Canada’s merchandise trade balance unexpectedly recorded its largest deficit since October 2020, in large part due to lower energy prices.
(Bloomberg) — Canada’s merchandise trade balance unexpectedly recorded its largest deficit since October 2020, in large part due to lower energy prices.
The country posted a C$3.4 billion ($2.6 billion) trade deficit in May, from a downwardly revised C$894 million surplus a month earlier, with exports of crude oil and wheat decreasing the most, Statistics Canada reported Thursday in Ottawa. It’s the second deficit so far this year. Economists were anticipating exports to exceed imports by C$1.2 billion in May.
Total exports decreased 3.8% that month, while imports rose 3% after three consecutive monthly declines. Stripping away the impact of prices, Canada exports fell 2.5%, while imports climbed 3.5%.
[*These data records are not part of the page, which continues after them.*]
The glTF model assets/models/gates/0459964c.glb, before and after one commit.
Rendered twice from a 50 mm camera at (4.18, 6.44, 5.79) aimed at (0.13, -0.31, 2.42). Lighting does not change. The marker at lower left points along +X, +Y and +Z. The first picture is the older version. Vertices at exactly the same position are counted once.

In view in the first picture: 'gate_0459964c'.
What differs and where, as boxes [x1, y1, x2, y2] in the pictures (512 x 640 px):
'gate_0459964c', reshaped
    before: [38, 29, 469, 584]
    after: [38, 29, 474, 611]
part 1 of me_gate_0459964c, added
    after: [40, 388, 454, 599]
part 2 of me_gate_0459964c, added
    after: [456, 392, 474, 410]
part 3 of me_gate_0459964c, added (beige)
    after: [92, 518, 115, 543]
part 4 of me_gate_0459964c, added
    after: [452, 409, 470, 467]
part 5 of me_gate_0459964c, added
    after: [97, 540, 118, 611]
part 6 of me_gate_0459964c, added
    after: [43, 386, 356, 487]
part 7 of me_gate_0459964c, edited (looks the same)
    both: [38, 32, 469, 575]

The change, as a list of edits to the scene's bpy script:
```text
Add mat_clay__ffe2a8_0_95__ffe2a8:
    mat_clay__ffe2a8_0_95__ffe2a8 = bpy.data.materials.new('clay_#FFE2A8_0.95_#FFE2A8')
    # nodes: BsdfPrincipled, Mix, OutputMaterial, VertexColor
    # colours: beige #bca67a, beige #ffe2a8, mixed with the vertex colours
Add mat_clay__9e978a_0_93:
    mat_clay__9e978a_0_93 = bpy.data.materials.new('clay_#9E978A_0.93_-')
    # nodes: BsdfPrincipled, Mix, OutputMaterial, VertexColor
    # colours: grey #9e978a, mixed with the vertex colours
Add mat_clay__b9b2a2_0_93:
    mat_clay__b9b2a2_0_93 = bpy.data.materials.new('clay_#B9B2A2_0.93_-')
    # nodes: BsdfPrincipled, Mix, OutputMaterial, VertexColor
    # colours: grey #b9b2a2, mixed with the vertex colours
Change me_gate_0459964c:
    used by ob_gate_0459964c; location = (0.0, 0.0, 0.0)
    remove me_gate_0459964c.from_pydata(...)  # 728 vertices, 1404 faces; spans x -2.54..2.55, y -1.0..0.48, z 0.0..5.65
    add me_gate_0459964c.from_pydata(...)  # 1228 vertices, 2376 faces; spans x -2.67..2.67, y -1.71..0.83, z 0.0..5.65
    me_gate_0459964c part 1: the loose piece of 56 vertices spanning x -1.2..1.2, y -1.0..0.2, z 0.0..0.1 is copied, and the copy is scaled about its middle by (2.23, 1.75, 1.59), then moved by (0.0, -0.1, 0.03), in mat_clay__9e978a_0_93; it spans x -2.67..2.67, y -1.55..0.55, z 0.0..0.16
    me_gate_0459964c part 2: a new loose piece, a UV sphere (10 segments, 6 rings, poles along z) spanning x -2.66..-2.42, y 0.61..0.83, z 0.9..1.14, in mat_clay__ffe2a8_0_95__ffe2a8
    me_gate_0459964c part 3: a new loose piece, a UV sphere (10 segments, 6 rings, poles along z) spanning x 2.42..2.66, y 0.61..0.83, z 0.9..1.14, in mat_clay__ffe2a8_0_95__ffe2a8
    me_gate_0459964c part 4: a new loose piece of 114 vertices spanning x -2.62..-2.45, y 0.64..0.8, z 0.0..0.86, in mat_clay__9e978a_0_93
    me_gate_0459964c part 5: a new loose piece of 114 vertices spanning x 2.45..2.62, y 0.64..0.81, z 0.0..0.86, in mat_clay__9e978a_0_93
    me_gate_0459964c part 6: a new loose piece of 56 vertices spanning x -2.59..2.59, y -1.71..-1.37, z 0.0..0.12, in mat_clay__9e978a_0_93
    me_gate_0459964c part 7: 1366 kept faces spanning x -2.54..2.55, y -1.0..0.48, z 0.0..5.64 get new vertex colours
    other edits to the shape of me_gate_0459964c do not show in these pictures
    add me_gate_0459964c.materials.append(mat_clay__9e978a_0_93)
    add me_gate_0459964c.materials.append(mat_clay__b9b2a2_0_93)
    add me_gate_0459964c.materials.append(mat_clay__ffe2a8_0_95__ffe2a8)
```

Data suggest exports, which spurred output growth in the first three months of this year along with household spending, may no longer be one bright spot in the economy in the second quarter. July’s ongoing dockworker strike in British Columbia is also expected to weigh on shipments at the start of the third quarter.
Consumer consumption, on the other hand, appears to be holding strong. Imports of motor vehicles and parts jumped 4.5% in May, reaching a record-high C$11.3 billion. Higher imports and sales of passenger cars and light trucks suggest Canadians are still spending on major purchases despite the Bank of Canada’s aggressive tightening campaign.
In the first five months of 2023, imports of motor vehicles and parts were up 22.4% compared with the same period in 2022.
The stronger-than-expected economic momentum earlier this year prompted a rate hike last month, with economists now expecting another increase to borrowing costs either in July or September.